-- THE INPUT follows --
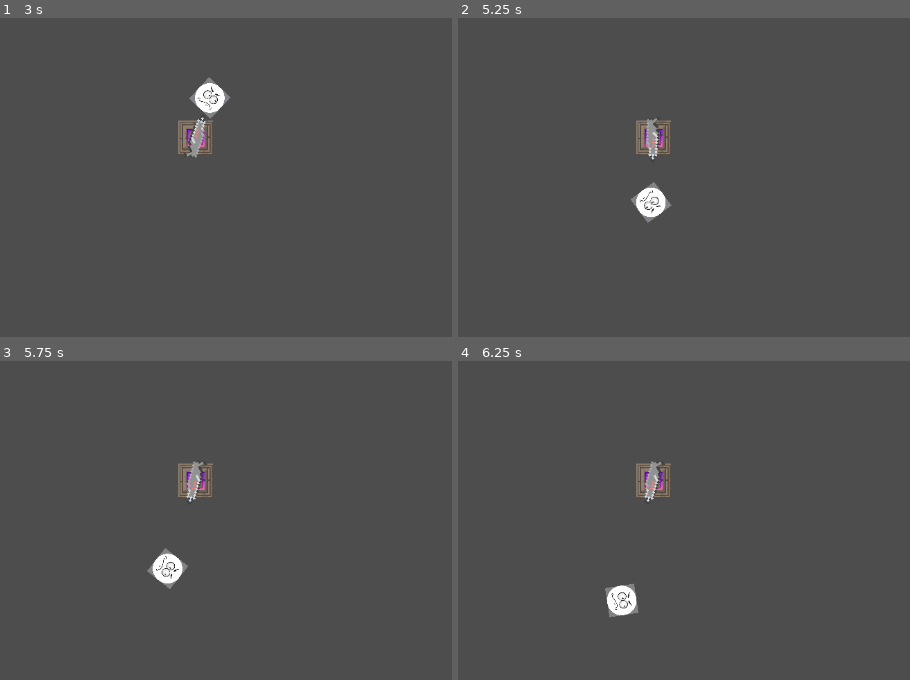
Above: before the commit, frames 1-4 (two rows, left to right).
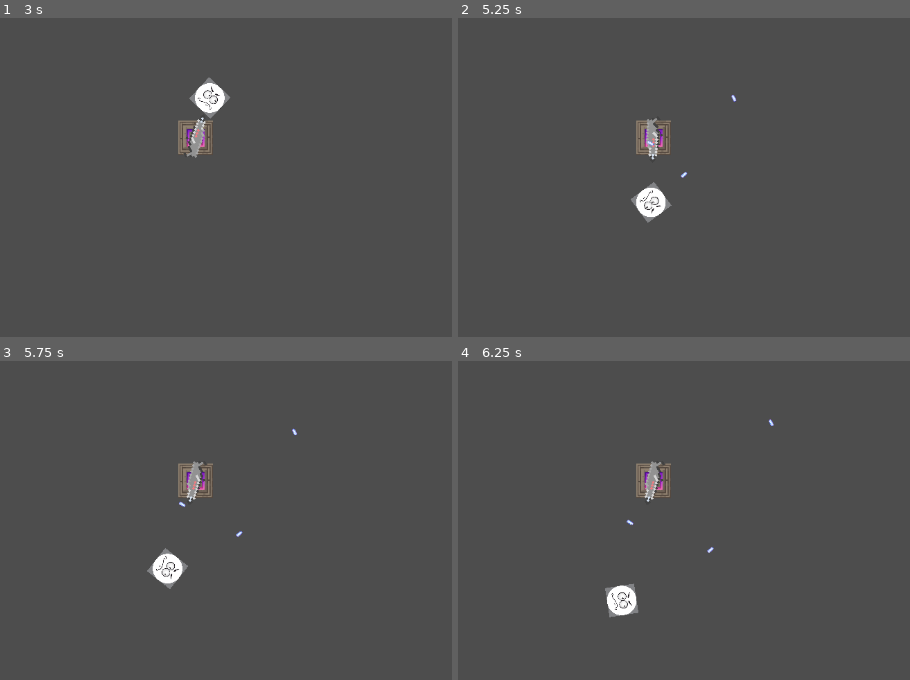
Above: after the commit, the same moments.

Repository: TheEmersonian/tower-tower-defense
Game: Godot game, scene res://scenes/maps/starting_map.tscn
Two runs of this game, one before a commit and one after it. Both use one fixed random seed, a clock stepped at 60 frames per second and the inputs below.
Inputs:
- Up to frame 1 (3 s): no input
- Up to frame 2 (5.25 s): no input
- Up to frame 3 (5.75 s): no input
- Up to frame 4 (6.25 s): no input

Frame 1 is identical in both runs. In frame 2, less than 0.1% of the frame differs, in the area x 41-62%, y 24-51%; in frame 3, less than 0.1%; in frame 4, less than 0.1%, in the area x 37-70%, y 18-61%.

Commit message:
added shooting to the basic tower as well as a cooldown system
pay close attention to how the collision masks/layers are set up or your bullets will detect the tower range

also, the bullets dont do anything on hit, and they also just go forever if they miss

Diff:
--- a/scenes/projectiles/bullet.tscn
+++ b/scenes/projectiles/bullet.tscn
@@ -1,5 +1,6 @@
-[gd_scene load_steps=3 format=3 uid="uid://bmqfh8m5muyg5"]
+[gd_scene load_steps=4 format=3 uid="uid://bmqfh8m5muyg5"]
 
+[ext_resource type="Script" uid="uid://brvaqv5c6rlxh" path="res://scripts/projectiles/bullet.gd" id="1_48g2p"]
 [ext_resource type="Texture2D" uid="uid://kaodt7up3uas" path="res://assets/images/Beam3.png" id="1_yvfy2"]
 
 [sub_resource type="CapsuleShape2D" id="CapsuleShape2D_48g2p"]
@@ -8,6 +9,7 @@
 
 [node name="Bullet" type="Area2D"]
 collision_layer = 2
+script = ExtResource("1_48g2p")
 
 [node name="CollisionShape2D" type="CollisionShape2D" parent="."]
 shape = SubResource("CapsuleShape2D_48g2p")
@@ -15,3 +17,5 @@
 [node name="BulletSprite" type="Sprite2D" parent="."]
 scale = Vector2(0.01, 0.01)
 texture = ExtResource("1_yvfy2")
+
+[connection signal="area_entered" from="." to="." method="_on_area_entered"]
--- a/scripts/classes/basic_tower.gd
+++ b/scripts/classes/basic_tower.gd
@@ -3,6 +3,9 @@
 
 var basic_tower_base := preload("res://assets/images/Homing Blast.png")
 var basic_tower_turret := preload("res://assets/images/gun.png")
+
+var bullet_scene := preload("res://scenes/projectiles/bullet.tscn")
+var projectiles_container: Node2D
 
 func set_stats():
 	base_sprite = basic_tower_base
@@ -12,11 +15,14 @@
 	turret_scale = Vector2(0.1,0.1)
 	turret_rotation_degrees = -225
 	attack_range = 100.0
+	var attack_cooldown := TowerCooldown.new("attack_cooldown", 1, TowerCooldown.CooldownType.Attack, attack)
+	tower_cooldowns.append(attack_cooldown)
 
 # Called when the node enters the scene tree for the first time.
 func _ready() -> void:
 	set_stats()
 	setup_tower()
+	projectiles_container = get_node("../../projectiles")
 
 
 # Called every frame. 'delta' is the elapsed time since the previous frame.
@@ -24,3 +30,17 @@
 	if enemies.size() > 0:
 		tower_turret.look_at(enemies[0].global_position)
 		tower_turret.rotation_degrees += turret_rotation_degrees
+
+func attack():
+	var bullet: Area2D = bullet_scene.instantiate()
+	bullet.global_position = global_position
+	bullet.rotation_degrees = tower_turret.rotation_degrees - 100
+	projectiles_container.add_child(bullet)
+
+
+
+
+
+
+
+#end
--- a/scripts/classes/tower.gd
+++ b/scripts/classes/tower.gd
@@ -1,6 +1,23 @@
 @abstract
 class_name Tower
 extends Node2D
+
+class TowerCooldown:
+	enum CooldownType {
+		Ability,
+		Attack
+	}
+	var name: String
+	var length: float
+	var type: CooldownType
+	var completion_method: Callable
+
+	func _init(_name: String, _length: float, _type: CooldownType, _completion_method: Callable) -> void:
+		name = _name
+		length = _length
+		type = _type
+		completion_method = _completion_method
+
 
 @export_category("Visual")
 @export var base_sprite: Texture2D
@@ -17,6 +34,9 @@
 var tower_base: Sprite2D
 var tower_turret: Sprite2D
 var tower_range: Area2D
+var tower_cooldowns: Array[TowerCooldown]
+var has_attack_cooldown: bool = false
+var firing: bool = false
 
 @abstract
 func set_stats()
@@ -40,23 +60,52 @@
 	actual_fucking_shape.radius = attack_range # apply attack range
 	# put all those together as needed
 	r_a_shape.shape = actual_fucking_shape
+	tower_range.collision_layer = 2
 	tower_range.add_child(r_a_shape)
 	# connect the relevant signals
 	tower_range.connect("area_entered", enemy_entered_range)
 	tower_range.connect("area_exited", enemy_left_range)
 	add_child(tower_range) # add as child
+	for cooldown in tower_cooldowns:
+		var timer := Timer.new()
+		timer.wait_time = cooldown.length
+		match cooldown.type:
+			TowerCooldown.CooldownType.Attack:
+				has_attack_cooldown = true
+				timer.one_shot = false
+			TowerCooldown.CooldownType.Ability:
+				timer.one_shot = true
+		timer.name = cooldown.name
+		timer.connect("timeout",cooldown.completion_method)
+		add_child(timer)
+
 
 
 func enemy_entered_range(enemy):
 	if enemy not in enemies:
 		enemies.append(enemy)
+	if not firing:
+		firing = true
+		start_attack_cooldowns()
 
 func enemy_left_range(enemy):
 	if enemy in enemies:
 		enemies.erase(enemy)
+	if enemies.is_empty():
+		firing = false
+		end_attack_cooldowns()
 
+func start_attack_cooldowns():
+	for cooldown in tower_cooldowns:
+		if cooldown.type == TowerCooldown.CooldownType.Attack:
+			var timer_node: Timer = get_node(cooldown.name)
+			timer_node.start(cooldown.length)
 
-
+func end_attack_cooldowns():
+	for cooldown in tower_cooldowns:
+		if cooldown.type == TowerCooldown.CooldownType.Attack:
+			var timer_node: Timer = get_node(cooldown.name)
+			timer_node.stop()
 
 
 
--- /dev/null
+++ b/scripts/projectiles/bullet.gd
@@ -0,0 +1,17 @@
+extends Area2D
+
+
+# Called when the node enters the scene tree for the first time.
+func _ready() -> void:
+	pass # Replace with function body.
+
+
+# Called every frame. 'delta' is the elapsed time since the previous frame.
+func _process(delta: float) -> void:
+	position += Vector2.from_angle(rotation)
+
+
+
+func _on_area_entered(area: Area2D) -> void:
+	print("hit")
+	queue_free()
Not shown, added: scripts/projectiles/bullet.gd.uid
-- THE INPUT concluded --
-- THE INPUT follows --
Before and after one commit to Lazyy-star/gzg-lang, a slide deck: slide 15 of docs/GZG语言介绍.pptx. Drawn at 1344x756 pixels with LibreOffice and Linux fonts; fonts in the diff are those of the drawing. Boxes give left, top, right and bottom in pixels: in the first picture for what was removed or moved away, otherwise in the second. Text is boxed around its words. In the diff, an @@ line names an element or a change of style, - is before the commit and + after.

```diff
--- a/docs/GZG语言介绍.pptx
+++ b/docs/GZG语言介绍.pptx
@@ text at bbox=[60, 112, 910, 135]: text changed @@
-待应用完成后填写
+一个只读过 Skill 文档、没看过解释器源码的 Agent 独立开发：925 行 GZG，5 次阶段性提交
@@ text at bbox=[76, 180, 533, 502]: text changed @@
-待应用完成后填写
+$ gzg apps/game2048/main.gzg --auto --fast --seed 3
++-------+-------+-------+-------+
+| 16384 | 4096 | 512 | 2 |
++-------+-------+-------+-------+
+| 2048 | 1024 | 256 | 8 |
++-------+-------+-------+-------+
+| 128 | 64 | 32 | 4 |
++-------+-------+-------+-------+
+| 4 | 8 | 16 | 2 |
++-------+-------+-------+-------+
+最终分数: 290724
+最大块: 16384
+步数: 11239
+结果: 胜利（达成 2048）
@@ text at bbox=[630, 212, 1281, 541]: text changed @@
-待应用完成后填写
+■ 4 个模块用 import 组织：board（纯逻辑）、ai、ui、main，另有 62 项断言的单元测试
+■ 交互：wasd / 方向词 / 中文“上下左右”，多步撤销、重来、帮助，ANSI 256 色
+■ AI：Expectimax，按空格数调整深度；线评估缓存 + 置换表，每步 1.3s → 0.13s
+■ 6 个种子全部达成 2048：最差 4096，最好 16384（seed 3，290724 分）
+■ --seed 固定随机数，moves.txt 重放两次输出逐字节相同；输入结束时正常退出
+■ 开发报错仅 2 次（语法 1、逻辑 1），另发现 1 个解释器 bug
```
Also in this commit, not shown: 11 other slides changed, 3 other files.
-- THE INPUT concluded --
THE TASK >> Working from the entries above, reproduce exactly and only the lines beginning with the line that has "Above: before the" and ending with the line that has "- Up to frame 4 (6.25 s): no input"; omit all pictures.

ANSWER FOR THIS EXERCISE >>
Above: before the commit, frames 1-4 (two rows, left to right).
Above: after the commit, the same moments.

Repository: TheEmersonian/tower-tower-defense
Game: Godot game, scene res://scenes/maps/starting_map.tscn
Two runs of this game, one before a commit and one after it. Both use one fixed random seed, a clock stepped at 60 frames per second and the inputs below.
Inputs:
- Up to frame 1 (3 s): no input
- Up to frame 2 (5.25 s): no input
- Up to frame 3 (5.75 s): no input
- Up to frame 4 (6.25 s): no input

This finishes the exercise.